Tell Elizabeth I'm sorry. I think it's bitterly ironic that Fira killed herself because she loved me and thought she could never make me love her that she died, and yet, I regret that I never let her know how much she had captured my heart. Fira's pretty face, the way she was either laughing at everything or else dark and brooding, the way she couldn't stay mad at anyone becauseshe would start to giggle. My beautiful Fira.
Elizabeth. She's so beautiful as she sleeps there. Her light brown hair looks like a halo as I write. She looks like a porcelain doll. She'll make a wonderful wife for someone else. I can't love the woman I married.
I only dated Lizzie because I figured that Fira could never fall in love with me, so I had to figure out some way to be un in love with her. I didn't even really ask her to marry me. Liz drew that conclusion on her own. I asked her some trivial question about the liturgies and the marriage ceremonies, and she flipped out. She flung her arms around me and I didn't get a word in edgewise until a few months after we were married. I think that this will hurt her. I'm sorry, but my wife is not the woman I love. ELizabeth is too perfect, too gorgeous, to gentle, too sweet, too delicate, too fragile, too doll-like... I loved Fira!
Fira was small, but so strong. If she was upset, she didn't laugh, but she didn't sulk like Elizabeth.

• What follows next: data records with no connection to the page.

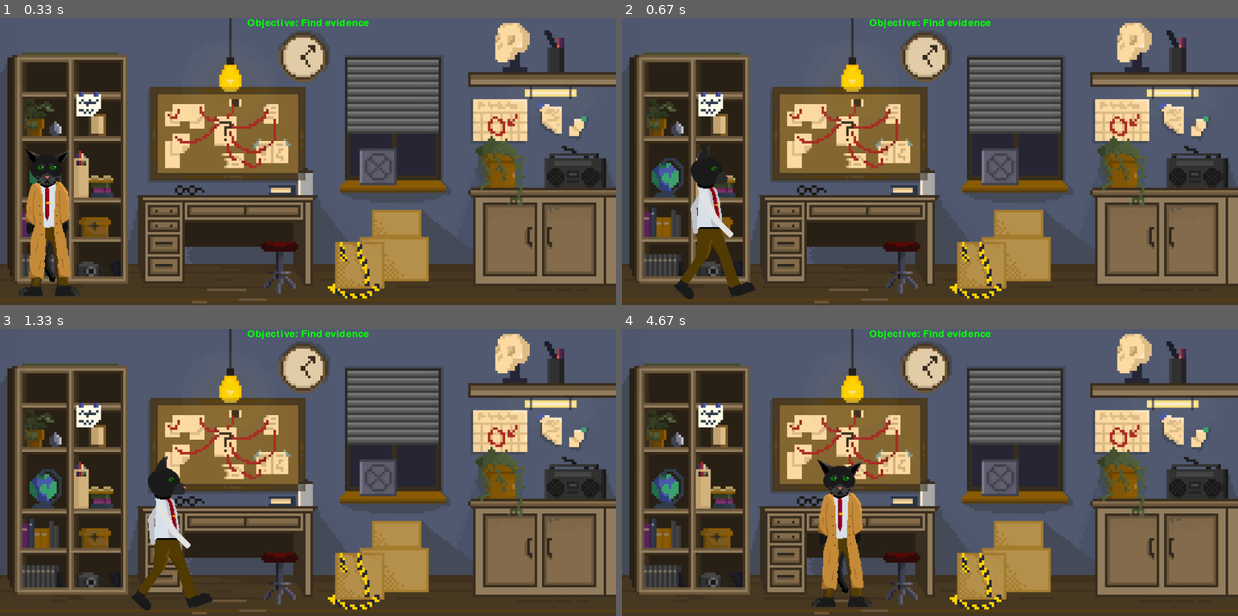
Above: before the commit, frames 1-4 (two rows, left to right).
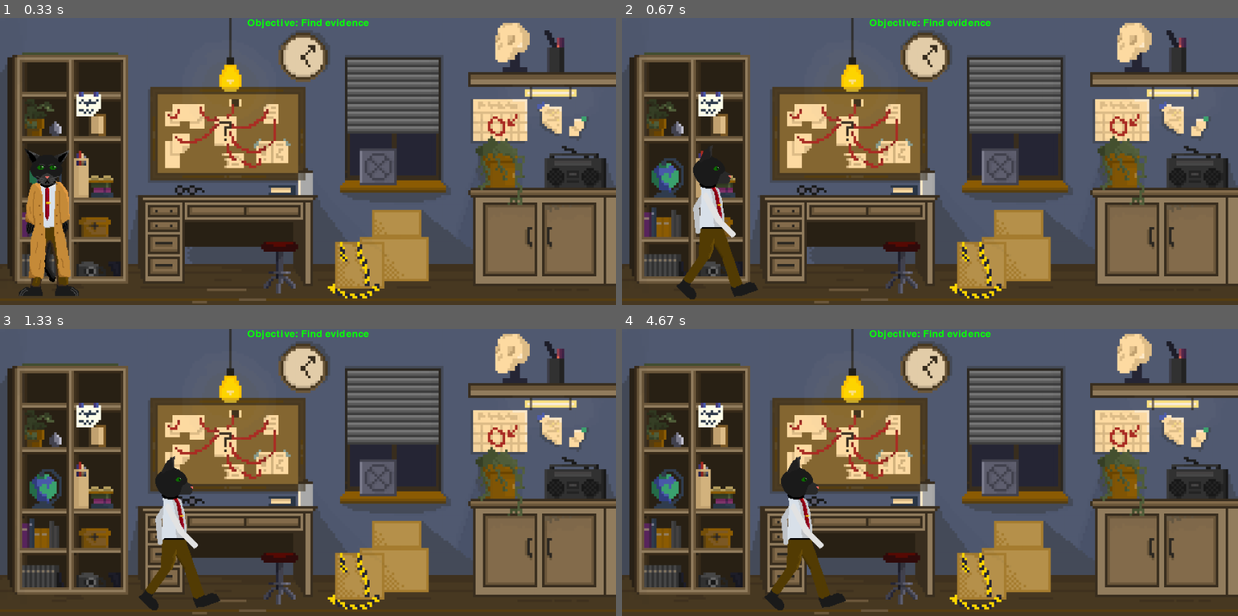
Above: after the commit, the same moments.

Repository: cbgpenguin/CSP-PYGAMES
Game: pygame game, started from python/main.py
Same seed, same stepped clock (60 frames per second), same inputs: the game is played once before the commit and once after it.
Inputs:
- Up to frame 1 (0.33 s): no input
- Up to frame 2 (0.67 s): hold E from 0.33 s (still down); hold Right from 0.33 s (still down)
- Up to frame 3 (1.33 s): release E at 0.8 s; release Right at 0.8 s; hold Right 0.83-1.3 s
- Up to frame 4 (4.67 s): hold D 1.33-1.8 s; hold Left 1.83-2.37 s; hold A 2.4-2.8 s; hold Right 2.83-3.47 s; hold A 3.5-3.97 s; hold Right 4-4.47 s; hold D from 4.5 s (still down)

Frame 1 is identical in both runs. In frame 2, 0.8% of the frame differs, in the area x 8-23%, y 44-99%; in frame 3, 2.1%; in frame 4, 4.8%, in the area x 23-41%, y 44-99%.

Commit message:
Restructure

Diff:
--- a/animatedSprite.py
+++ b/python/animatedSprite.py
@@ -48,7 +48,7 @@
             if self.area.contains(newPos):
                 self.rect = newPos
                 pygame.event.pump()
-            self.smallMoveDistance = self.moveDistance[0] % 1.1
+            self.smallMoveDistance = self.moveDistance[0] % 1.000001
             # print("Small move distance", self.smallMoveDistance)
             self.moveDistance[0] = 0
             # print("state:", self.state)
--- a/main.py
+++ b/python/main.py
@@ -1,5 +1,5 @@
 import pygame
-import animatedSprite
+import animatedSprite as animatedSprite
 from pointOfInterest import pointOfInterest
 
 playerSprite = None
@@ -37,7 +37,9 @@
     pointOfInterestImage = loadAndScaleImage("resources/backdrop1.png", imageScale)
 
     book = pointOfInterest(screen, 50, 50, pointOfInterestImage, "book")
+
     pointsOfInterest = [book]
+    menu = None
     # Event loop
     while True:
         counter += 1
@@ -48,19 +50,25 @@
             if event.type == pygame.QUIT:
                 return
             elif event.type == pygame.KEYDOWN:
-                if event.key == pygame.K_LEFT:
+                if event.key == pygame.K_a or event.key == pygame.K_LEFT:
                     # print("left pressed")
                     playerSprite.changeAnimation(playerWalkSpriteFrames)
                     playerSprite.newFrame()
                     playerSprite.image = pygame.transform.flip(playerSprite.image, True, False)
                     playerSprite.state = "moveLeft"
-                elif event.key == pygame.K_RIGHT:
+                elif event.key == pygame.K_d or event.key == pygame.K_RIGHT:
                     # print("right pressed")
                     playerSprite.changeAnimation(playerWalkSpriteFrames)
                     playerSprite.update()
                     playerSprite.state = "moveRight"
+                elif event.key == pygame.K_e:
+                    for point in pointsOfInterest:
+                        if point.isPlayerInRange:
+                            point.open()
+
+
             elif event.type == pygame.KEYUP:
-                if event.key == pygame.K_LEFT or event.key == pygame.K_RIGHT:
+                if event.key == pygame.K_a or event.key == pygame.K_d or pygame.K_LEFT or pygame.K_RIGHT:
                     playerSprite.defaultAnimation()
                     playerSprite.moveDistance = [0, 0]
                     playerSprite.state = "still"
@@ -69,10 +77,7 @@
             if abs(playerSprite.rect[0] - point.rect[0]) < point.visibleRange:
                 print("player is close to", point.name)
                 point.isPlayerInRange = True
-                if event.type == pygame.KEYDOWN:
-                    if event.key == pygame.K_e:
-                        # print("e pressed while near", point.name)
-                        point.open()
+
             else:
                 point.isPlayerInRange = False
             point.update()
--- a/pointOfInterest.py
+++ b/python/menu.py
@@ -1,17 +1,13 @@
 import pygame
 
-class pointOfInterest(pygame.sprite.Sprite):
+class menu(pygame.sprite.Sprite):
         def __init__(self, screen, x, y, image, name):
             super().__init__()
             self.rect = (x, y)
             self.screen = screen
             self.image = image
-            self.isPlayerInRange = False
-            self.visibleRange = 50 #pixels
             self.name = name
-
-        def update(self):
-              pass
+            self.isOpen = False
 
         def open(self):
-              pass
+              self.isOpen = True
--- /dev/null
+++ b/python/pointOfInterest.py
@@ -0,0 +1,18 @@
+import pygame
+
+class pointOfInterest(pygame.sprite.Sprite):
+        def __init__(self, screen, x, y, image, name):
+            super().__init__()
+            self.rect = (x, y)
+            self.screen = screen
+            self.image = image
+            self.isPlayerInRange = False
+            self.visibleRange = 50 #pixels
+            self.name = name
+
+        def update(self):
+              pass
+
+        def open(self):
+              print("opening")
+              self.screen
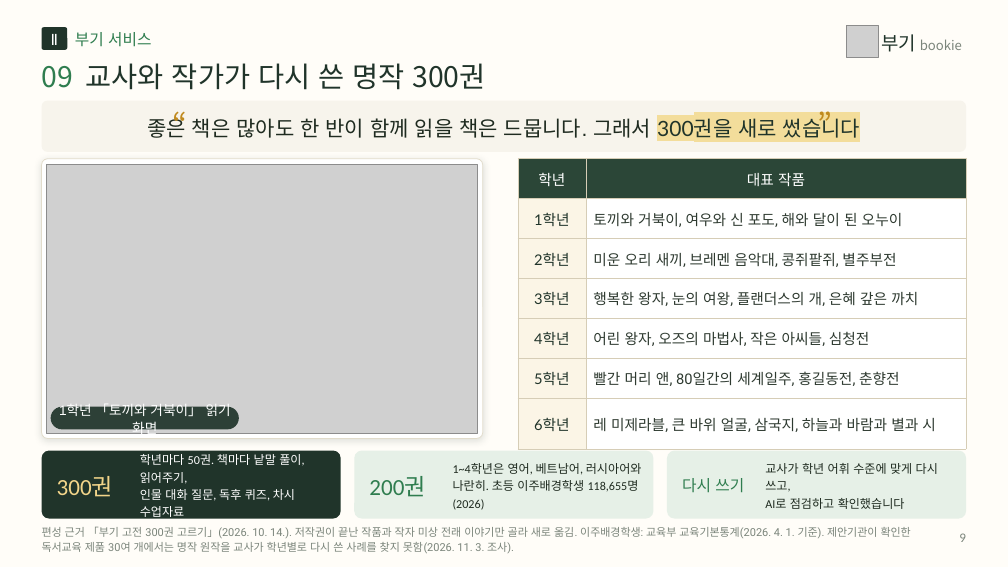
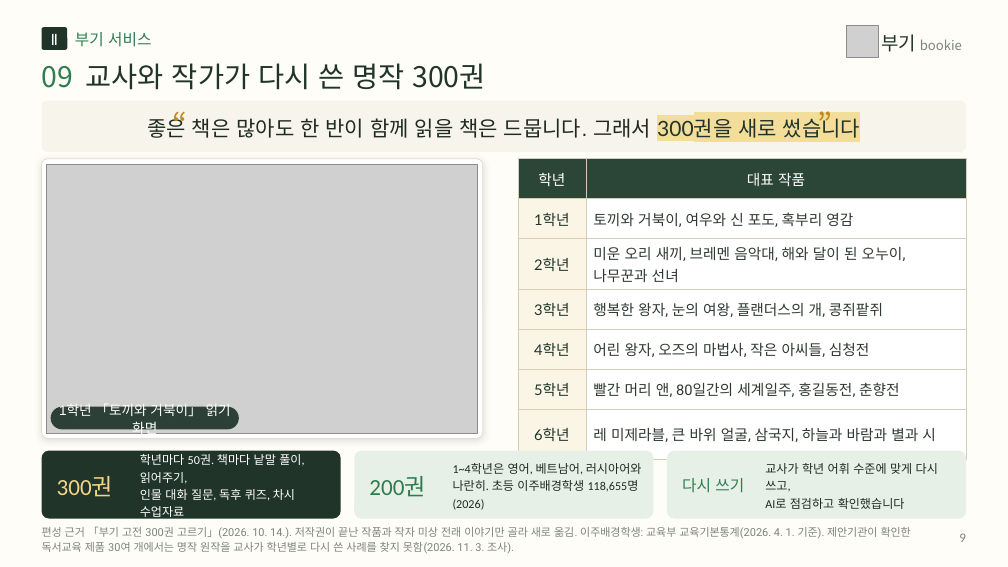
Before and after one commit to legoschool/bookie-test, a slide deck: slide 9 of promo/dl/proposal/bookie-proposal-short-20p.pptx. Drawn at 1008x567 pixels with LibreOffice and Linux fonts; fonts in the diff are those of the drawing; grey boxes stand for pictures. Boxes give left, top, right and bottom in pixels: in the first picture for what was removed or moved away, otherwise in the second. Text is boxed around its words. In the diff, an @@ line names an element or a change of style, - is before the commit and + after.

```diff
--- a/promo/dl/proposal/bookie-proposal-short-20p.pptx
+++ b/promo/dl/proposal/bookie-proposal-short-20p.pptx
@@ table at (518, 159, 966, 446) @@
-row 2, column 2: 토끼와 거북이, 여우와 신 포도, 해와 달이 된 오누이
+row 2, column 2: 토끼와 거북이, 여우와 신 포도, 혹부리 영감
-row 3, column 2: 미운 오리 새끼, 브레멘 음악대, 콩쥐팥쥐, 별주부전
+row 3, column 2: 미운 오리 새끼, 브레멘 음악대, 해와 달이 된 오누이, 나무꾼과 선녀
-row 4, column 2: 행복한 왕자, 눈의 여왕, 플랜더스의 개, 은혜 갚은 까치
+row 4, column 2: 행복한 왕자, 눈의 여왕, 플랜더스의 개, 콩쥐팥쥐
```
Also in this commit, not shown: 2 other slides changed, 38 other files.
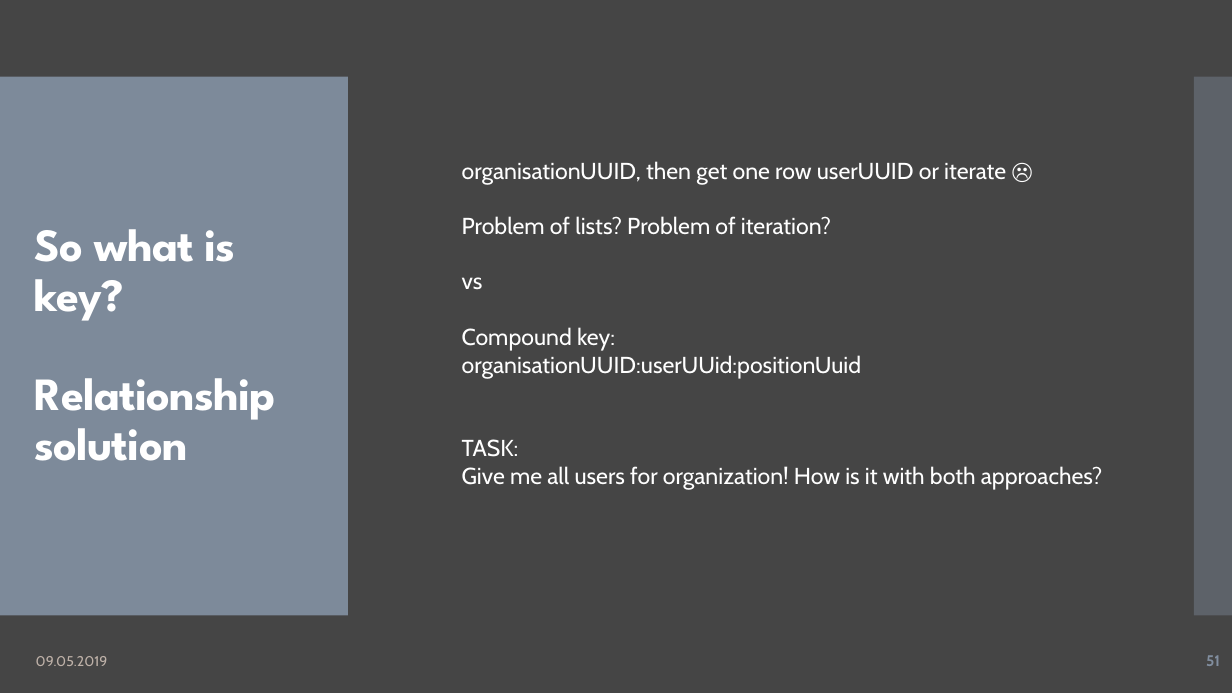
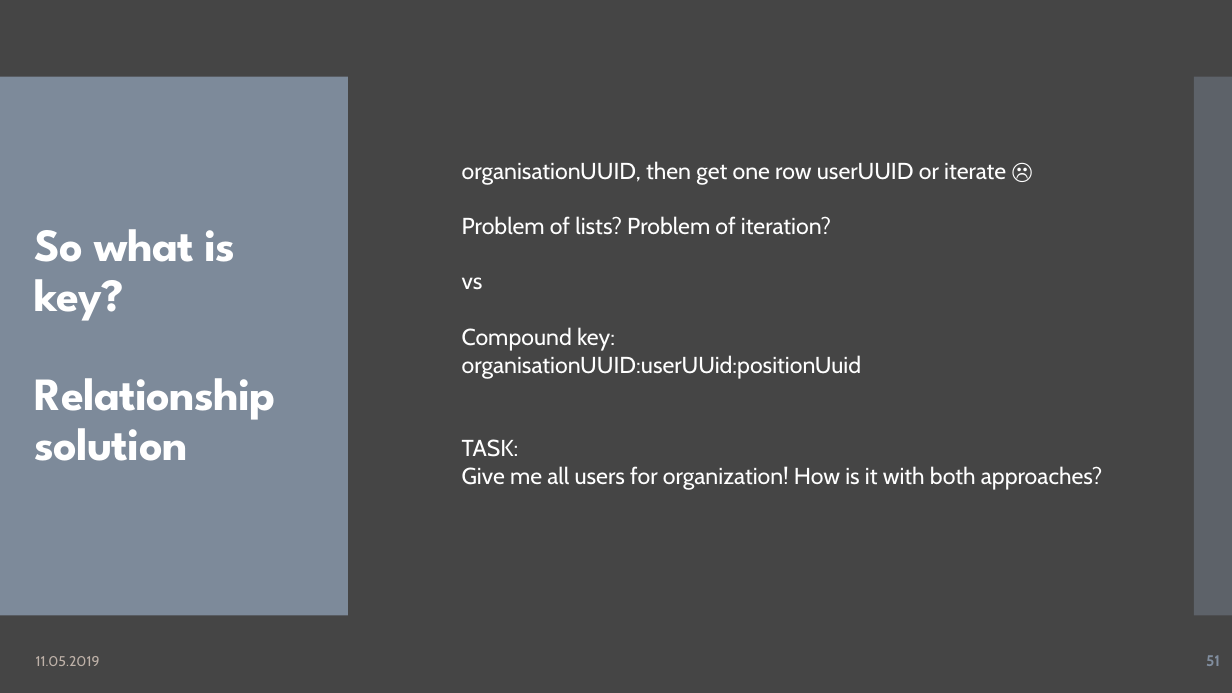
Before and after one commit to zurada/kafka-talk, a slide deck: slide 51 of Kafka Talk.pptx. Drawn at 1232x693 pixels with LibreOffice and Linux fonts; fonts in the diff are those of the drawing. Boxes give left, top, right and bottom in pixels: in the first picture for what was removed or moved away, otherwise in the second. Text is boxed around its words. In the diff, an @@ line names an element or a change of style, - is before the commit and + after.

```diff
--- a/Kafka Talk.pptx
+++ b/Kafka Talk.pptx
@@ text at (x1=36, y1=656, x2=100, y2=666): text changed @@
-09.05.2019
+11.05.2019
```
Also in this commit, not shown: 53 other slides changed.

She would walk around with absolutely no expression on her face. I loved her silence, and I loved the way she chattered on when she was happy. I loved the way her strong sense of tradition contrasted from my wild streak. I loved the way her long, dark curls looked when she forgot to tie them up. I loved her forgetfulness. I knew she had a crush on me, but I oculdn't take advantage of that. I had no idea she truly loved me. I loved her fiery temper, and the way that if she truly thought something was wrong, she would scream at you. It broke my heart to see her cry. Fira was Fira. If had had the courage to, I would have told her I loved her.
So, Mom, I'm addressing this to you because you'll be able to best give Lizzy a word of comfort when she finds me. Good bye. I love you. Lizzie was a good friend to me.